ACTIVITY: Every entry below must be repeated exactly; skip the pictures.

SUPPLIED MATERIAL:
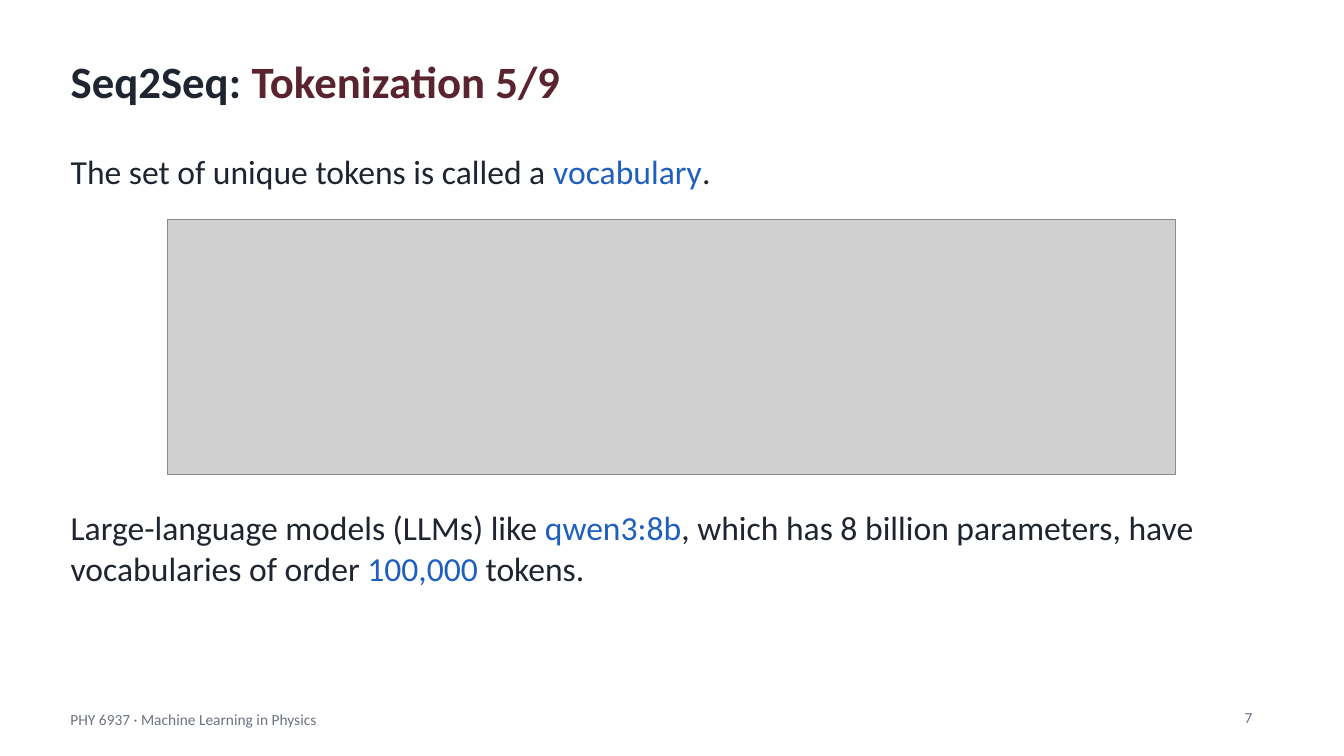
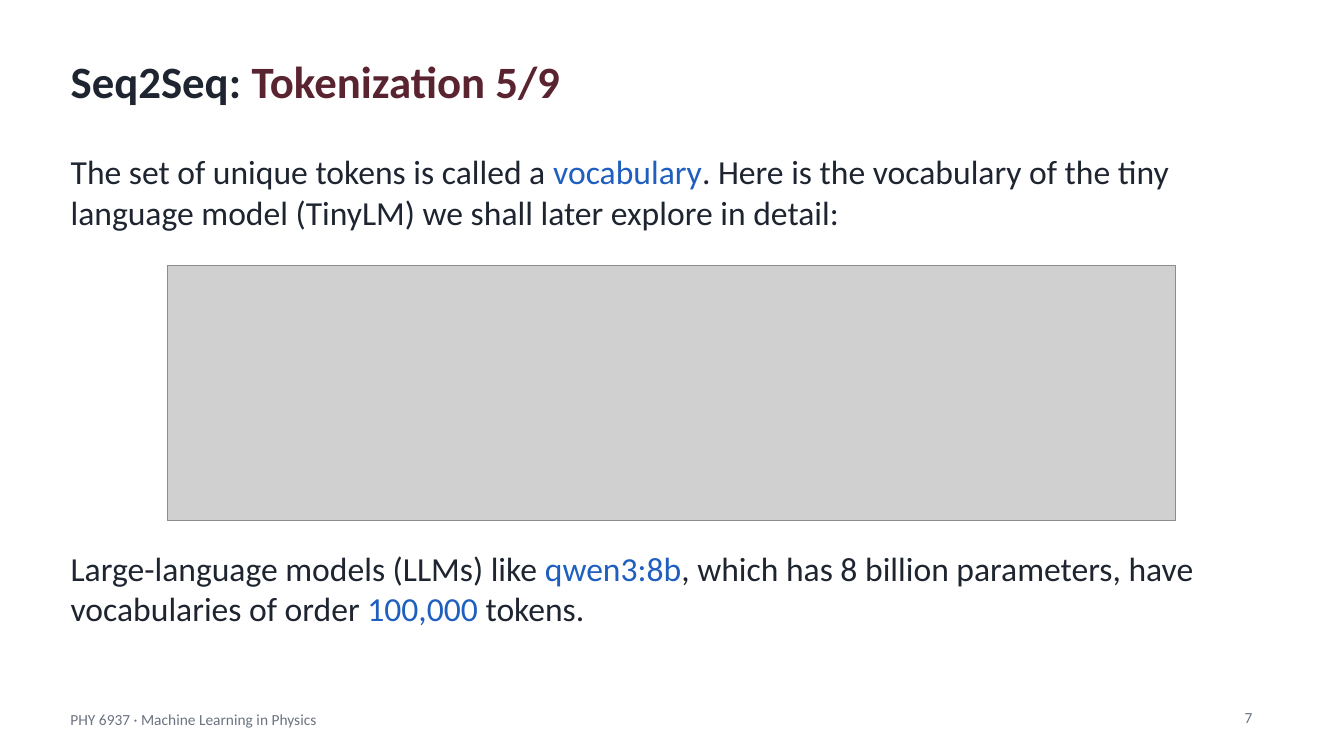
Before and after one commit to hbprosper/mlinphysics, a slide deck: slide 7 of Lectures/08.Transformers/Lecture_TNN.pptx. Drawn at 1344x756 pixels with LibreOffice and Linux fonts; fonts in the diff are those of the drawing; grey boxes stand for pictures. Boxes give left, top, right and bottom in pixels: in the first picture for what was removed or moved away, otherwise in the second. Text is boxed around its words. In the diff, an @@ line names an element or a change of style, - is before the commit and + after.

```diff
--- a/Lectures/08.Transformers/Lecture_TNN.pptx
+++ b/Lectures/08.Transformers/Lecture_TNN.pptx
@@ text at (71, 160, 1169, 231): text changed @@
-The set of unique tokens is called a vocabulary.
+The set of unique tokens is called a vocabulary. Here is the vocabulary of the tiny language model (TinyLM) we shall later explore in detail:
@@ picture: place and size @@
-picture at (168, 220, 1177, 475)
+picture at (168, 266, 1177, 521)
```
Also in this commit, not shown: 1 other slide changed, 3 other files.

OUTPUT FOR THIS TASK:
Before and after one commit to hbprosper/mlinphysics, a slide deck: slide 7 of Lectures/08.Transformers/Lecture_TNN.pptx. Drawn at 1344x756 pixels with LibreOffice and Linux fonts; fonts in the diff are those of the drawing; grey boxes stand for pictures. Boxes give left, top, right and bottom in pixels: in the first picture for what was removed or moved away, otherwise in the second. Text is boxed around its words. In the diff, an @@ line names an element or a change of style, - is before the commit and + after.

```diff
--- a/Lectures/08.Transformers/Lecture_TNN.pptx
+++ b/Lectures/08.Transformers/Lecture_TNN.pptx
@@ text at (71, 160, 1169, 231): text changed @@
-The set of unique tokens is called a vocabulary.
+The set of unique tokens is called a vocabulary. Here is the vocabulary of the tiny language model (TinyLM) we shall later explore in detail:
@@ picture: place and size @@
-picture at (168, 220, 1177, 475)
+picture at (168, 266, 1177, 521)
```
Also in this commit, not shown: 1 other slide changed, 3 other files.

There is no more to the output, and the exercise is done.